◆ Collected data entries:
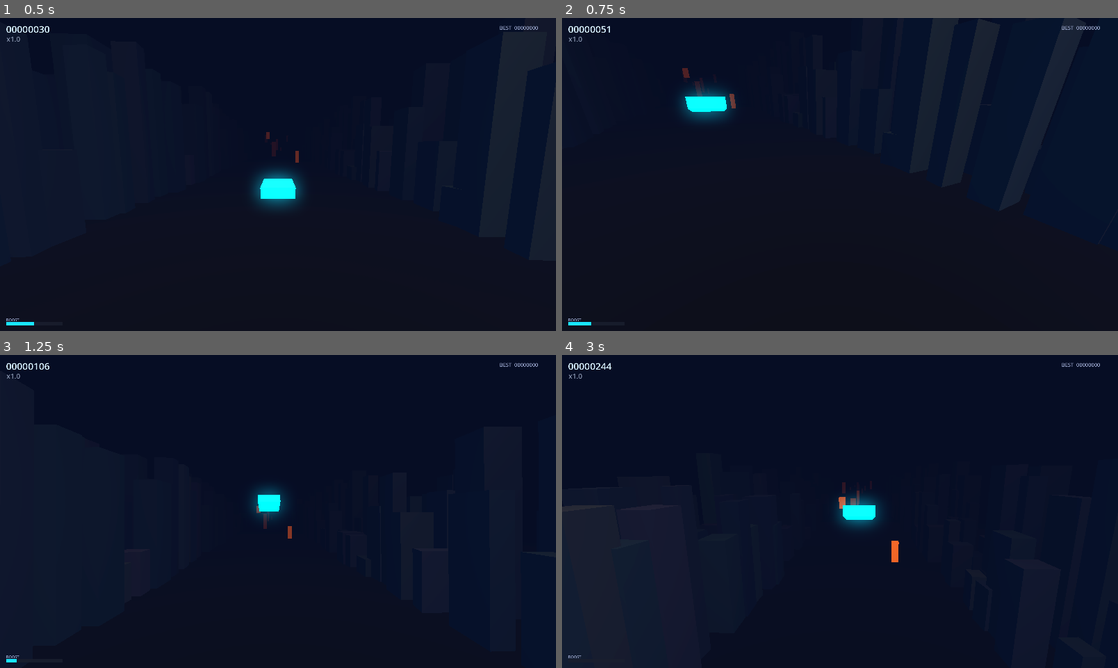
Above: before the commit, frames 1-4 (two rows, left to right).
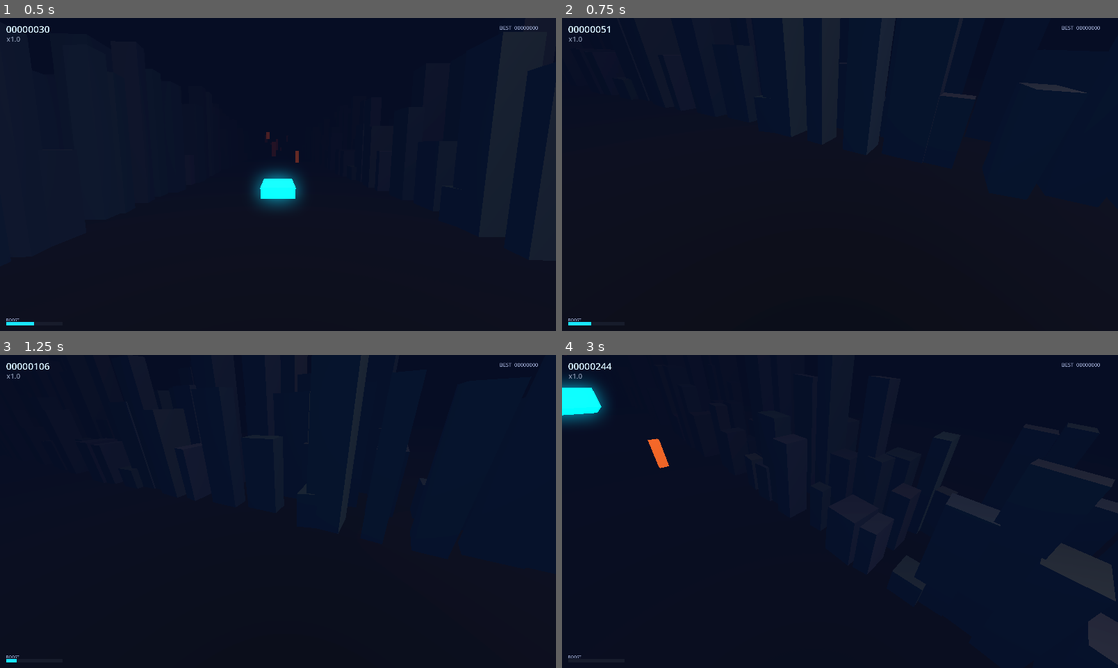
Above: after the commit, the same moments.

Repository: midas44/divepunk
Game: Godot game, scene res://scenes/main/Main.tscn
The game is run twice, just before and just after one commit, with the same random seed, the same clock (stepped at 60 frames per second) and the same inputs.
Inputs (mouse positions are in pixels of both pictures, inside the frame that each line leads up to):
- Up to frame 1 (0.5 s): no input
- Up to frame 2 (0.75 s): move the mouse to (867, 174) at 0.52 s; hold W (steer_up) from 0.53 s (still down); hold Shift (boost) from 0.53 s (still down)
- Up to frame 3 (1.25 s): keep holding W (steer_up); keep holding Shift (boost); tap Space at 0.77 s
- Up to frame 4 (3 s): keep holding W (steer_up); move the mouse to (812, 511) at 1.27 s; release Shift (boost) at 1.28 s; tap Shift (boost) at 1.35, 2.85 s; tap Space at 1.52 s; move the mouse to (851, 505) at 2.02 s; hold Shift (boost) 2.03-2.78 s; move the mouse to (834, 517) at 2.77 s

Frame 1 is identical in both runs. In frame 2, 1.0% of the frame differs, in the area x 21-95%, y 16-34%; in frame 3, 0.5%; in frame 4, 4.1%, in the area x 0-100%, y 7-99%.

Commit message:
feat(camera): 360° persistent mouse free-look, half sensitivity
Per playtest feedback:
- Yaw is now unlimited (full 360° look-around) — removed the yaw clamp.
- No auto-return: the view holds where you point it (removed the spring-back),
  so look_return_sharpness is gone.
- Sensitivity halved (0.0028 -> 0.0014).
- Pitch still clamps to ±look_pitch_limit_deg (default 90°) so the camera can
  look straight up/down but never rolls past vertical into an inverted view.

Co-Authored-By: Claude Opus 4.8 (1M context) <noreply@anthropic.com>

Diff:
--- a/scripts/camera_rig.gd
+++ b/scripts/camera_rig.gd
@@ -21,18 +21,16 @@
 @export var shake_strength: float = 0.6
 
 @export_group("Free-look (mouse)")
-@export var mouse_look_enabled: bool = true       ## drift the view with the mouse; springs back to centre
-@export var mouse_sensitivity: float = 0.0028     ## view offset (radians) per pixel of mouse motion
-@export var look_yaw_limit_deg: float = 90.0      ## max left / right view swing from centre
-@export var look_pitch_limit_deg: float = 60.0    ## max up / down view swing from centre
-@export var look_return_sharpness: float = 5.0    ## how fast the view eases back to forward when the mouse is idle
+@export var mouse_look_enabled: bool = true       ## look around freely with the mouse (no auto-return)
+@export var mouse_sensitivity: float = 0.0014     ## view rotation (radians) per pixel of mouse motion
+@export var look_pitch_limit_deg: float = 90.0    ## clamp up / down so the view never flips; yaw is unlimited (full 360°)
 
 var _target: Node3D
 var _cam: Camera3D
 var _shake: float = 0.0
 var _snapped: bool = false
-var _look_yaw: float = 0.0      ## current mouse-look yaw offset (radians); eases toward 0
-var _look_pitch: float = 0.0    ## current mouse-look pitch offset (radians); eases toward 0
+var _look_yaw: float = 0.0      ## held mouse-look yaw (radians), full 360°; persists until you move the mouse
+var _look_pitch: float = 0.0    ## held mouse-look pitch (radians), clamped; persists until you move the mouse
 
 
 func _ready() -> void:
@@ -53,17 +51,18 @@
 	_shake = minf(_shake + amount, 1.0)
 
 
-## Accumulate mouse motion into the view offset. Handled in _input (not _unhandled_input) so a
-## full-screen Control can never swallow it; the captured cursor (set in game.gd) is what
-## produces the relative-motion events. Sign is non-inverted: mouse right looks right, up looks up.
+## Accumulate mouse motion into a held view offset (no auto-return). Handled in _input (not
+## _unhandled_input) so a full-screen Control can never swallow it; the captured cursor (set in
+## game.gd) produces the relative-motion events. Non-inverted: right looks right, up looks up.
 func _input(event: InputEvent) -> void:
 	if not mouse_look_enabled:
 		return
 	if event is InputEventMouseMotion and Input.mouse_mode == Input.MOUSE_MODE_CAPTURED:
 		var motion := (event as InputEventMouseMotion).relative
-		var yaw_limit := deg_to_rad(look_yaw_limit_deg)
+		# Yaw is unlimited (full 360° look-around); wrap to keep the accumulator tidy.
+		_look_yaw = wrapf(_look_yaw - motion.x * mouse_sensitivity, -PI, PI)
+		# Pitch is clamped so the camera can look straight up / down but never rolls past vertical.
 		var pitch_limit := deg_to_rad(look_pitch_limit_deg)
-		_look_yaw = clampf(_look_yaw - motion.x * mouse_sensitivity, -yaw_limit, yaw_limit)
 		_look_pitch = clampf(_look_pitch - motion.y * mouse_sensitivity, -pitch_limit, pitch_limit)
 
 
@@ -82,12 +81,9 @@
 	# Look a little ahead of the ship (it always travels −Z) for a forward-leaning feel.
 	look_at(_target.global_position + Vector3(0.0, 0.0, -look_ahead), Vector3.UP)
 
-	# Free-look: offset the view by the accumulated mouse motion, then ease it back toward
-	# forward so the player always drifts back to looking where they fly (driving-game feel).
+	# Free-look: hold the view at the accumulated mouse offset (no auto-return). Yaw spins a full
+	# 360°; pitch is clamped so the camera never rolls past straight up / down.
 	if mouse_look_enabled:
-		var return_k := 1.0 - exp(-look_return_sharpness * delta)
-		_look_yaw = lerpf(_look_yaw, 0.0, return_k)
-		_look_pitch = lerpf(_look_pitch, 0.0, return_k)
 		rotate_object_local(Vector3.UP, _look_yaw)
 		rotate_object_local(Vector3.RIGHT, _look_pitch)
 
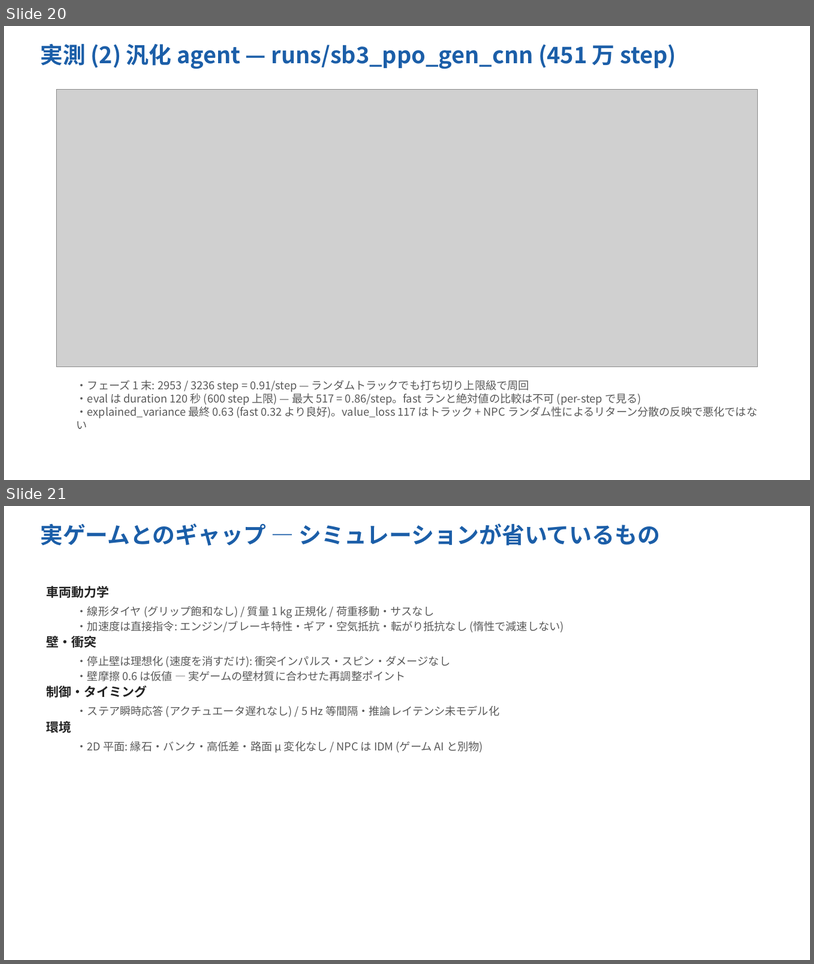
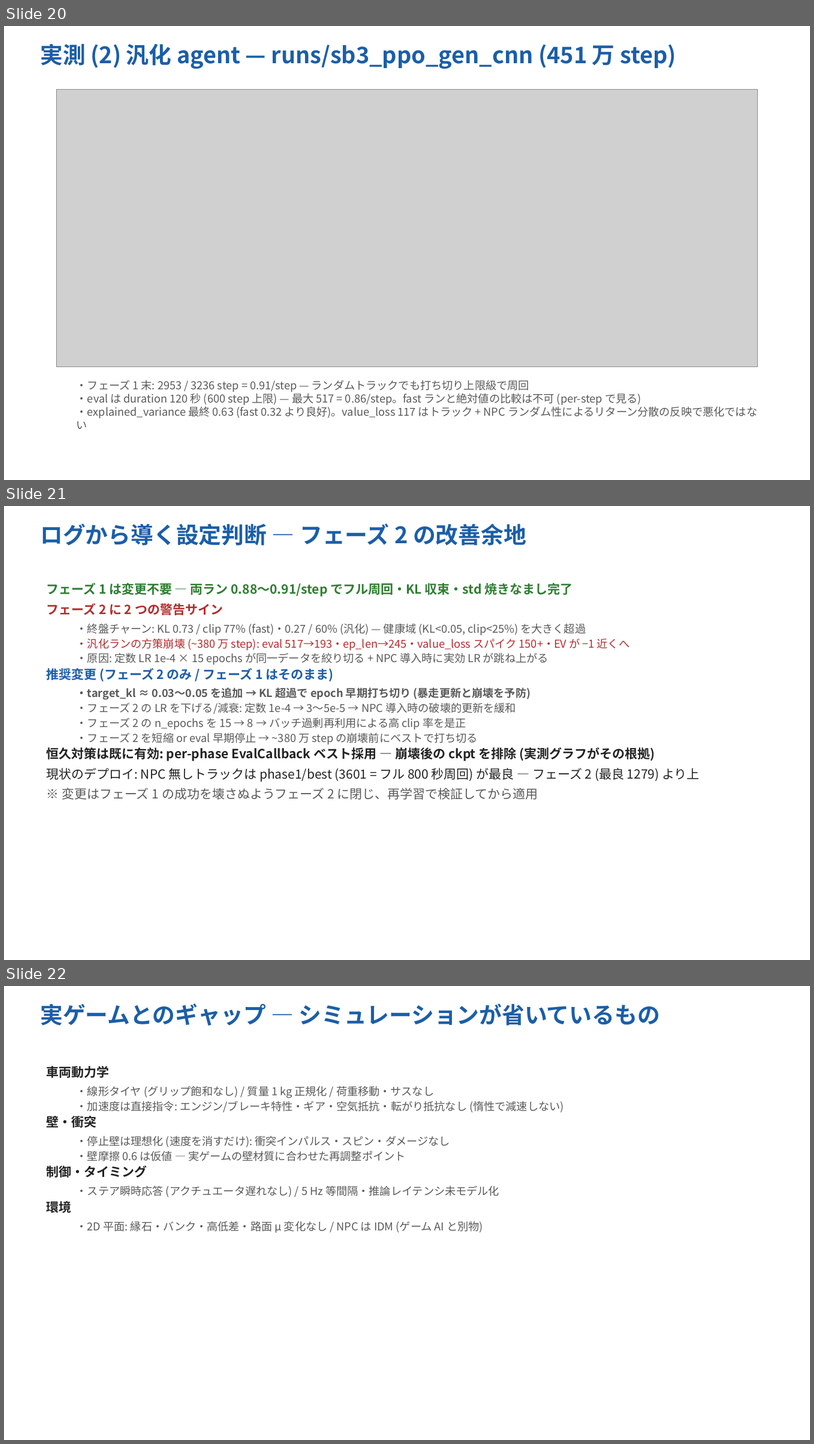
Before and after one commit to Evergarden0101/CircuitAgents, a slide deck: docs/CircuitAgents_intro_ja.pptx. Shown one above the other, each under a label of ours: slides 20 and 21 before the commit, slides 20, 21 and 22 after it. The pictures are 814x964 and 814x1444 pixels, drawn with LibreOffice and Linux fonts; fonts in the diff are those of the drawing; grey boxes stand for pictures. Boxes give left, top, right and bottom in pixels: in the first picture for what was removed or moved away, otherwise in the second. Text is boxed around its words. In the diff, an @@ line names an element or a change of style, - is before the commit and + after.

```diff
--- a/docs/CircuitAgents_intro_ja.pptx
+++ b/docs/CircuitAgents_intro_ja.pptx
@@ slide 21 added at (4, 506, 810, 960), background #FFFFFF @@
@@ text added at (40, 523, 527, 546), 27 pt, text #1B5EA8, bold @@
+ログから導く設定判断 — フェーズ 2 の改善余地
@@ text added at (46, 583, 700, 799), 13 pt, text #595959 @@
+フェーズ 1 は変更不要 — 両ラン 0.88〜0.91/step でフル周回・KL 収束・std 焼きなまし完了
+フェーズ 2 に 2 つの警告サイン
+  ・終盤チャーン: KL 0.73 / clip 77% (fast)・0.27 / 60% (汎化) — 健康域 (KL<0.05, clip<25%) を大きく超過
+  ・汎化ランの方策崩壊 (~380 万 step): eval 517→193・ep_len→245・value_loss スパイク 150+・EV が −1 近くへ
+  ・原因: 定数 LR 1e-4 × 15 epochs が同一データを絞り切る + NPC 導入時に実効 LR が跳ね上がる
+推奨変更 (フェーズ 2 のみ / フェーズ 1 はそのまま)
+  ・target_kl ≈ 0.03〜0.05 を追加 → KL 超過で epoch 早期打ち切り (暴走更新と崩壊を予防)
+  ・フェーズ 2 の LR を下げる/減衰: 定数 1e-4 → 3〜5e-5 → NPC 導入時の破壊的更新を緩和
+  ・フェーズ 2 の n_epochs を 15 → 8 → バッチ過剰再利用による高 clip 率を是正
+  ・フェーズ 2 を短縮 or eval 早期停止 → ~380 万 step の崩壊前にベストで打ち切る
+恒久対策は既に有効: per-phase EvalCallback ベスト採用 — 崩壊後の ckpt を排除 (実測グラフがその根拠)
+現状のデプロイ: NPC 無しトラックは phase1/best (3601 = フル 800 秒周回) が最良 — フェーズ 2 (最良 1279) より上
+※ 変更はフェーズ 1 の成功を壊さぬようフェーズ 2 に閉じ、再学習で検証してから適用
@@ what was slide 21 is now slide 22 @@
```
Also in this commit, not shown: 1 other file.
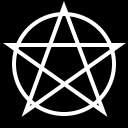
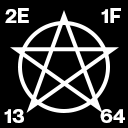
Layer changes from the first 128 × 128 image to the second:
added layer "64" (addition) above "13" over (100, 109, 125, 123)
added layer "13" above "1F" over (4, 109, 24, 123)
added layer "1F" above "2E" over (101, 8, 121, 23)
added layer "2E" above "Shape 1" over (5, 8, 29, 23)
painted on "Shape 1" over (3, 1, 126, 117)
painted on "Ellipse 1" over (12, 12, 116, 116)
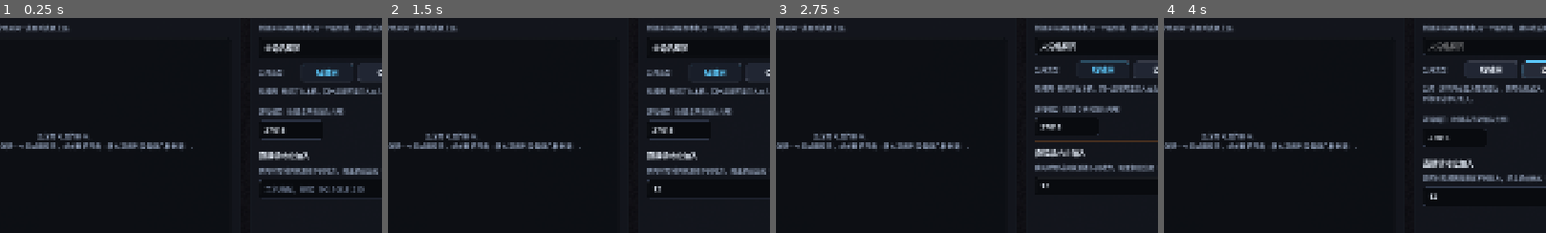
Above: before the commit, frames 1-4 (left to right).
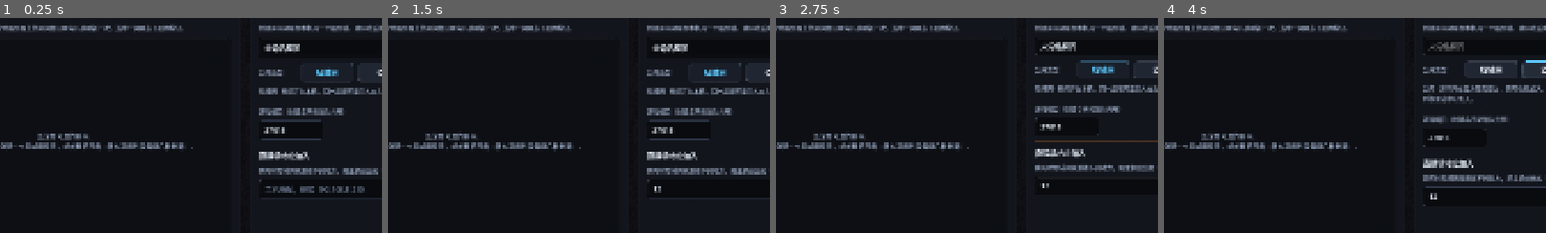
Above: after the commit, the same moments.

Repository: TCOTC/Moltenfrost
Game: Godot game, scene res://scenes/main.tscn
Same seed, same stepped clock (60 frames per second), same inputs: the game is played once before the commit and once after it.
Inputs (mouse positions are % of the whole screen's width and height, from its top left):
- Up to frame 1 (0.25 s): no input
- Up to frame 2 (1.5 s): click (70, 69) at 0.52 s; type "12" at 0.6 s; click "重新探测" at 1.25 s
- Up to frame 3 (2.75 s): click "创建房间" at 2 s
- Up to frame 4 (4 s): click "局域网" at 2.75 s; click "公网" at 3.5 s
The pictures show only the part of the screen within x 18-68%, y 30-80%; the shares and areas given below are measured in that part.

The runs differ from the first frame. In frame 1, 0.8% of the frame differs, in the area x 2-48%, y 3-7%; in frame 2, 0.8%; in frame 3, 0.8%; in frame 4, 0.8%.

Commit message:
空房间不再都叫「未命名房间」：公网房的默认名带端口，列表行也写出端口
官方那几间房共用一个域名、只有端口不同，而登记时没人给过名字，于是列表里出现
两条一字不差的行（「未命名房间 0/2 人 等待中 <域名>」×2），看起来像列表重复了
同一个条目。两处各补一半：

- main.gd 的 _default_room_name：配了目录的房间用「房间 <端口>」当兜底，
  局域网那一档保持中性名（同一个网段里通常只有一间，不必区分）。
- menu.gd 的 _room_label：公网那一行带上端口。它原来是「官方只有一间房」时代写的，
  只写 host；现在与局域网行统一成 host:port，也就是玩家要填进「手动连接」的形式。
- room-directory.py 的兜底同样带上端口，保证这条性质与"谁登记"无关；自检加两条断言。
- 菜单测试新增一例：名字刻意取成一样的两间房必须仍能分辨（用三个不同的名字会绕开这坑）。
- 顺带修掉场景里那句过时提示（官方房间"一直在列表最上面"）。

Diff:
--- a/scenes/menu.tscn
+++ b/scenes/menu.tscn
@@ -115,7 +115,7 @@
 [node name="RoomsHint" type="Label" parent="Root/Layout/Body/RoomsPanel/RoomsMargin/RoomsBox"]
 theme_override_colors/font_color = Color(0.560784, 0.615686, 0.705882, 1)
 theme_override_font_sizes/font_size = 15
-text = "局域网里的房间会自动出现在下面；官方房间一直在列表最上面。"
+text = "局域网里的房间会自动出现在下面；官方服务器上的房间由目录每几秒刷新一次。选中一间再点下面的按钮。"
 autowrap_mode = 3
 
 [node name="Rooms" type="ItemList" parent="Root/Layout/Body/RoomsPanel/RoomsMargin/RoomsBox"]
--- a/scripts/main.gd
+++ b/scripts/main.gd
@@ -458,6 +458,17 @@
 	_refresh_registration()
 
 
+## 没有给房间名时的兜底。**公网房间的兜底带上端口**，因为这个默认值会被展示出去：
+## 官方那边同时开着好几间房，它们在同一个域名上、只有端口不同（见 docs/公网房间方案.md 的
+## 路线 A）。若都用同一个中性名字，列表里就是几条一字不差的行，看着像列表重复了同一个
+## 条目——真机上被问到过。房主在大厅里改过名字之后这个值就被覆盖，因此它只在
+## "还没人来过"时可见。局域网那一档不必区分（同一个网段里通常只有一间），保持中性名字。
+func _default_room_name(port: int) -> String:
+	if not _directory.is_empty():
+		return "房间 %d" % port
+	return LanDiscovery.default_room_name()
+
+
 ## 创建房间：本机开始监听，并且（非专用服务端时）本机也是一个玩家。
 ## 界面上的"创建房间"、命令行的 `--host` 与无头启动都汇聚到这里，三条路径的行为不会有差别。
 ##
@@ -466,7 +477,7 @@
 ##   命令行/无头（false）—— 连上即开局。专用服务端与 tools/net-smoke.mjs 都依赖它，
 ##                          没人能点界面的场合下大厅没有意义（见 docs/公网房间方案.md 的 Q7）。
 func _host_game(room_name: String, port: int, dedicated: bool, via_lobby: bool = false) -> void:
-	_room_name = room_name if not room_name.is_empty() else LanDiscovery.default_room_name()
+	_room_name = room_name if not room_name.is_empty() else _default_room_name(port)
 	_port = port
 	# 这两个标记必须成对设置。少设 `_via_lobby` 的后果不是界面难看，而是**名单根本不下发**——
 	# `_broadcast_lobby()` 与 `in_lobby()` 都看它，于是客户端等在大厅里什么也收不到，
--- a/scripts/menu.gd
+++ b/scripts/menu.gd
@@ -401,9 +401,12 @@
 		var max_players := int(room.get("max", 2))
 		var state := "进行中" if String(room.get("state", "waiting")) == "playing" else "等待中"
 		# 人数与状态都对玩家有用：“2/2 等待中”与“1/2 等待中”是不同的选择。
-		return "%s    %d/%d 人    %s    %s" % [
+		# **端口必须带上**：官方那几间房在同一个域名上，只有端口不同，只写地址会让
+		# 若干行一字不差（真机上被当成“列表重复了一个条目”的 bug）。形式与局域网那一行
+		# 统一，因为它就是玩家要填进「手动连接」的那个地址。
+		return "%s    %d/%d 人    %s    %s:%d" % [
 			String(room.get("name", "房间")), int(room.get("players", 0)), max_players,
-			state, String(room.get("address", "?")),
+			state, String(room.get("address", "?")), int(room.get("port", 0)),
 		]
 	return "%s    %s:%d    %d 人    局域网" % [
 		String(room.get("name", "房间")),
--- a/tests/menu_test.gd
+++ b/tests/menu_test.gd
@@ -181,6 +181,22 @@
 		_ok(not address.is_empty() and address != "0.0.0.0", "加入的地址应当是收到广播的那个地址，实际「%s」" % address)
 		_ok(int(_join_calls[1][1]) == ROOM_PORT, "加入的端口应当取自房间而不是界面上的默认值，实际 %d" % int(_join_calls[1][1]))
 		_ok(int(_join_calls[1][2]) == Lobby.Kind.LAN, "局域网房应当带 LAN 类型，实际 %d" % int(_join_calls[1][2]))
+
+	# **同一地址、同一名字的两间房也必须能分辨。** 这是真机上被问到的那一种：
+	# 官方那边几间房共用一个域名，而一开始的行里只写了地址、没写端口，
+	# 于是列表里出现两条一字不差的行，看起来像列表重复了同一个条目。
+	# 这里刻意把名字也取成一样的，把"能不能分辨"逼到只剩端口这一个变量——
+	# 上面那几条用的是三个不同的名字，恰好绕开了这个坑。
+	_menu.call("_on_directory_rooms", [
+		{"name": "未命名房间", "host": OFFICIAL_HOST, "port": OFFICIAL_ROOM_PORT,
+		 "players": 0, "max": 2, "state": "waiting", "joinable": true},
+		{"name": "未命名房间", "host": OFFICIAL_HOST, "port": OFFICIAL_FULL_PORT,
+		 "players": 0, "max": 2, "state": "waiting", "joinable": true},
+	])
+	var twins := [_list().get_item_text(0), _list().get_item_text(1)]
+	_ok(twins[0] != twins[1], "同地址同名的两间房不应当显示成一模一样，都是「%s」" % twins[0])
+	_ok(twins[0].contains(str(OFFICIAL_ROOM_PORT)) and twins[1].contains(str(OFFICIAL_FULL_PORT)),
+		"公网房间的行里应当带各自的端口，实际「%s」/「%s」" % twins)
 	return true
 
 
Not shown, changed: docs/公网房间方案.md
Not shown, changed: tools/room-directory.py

◆ Exercise requirements: Write out, exactly as they appear, the lines from the one containing "Not shown, changed: docs/公网房间方案.md" through the last line of the records above, both included, and nothing more.

◆ Your response:
Not shown, changed: docs/公网房间方案.md
Not shown, changed: tools/room-directory.py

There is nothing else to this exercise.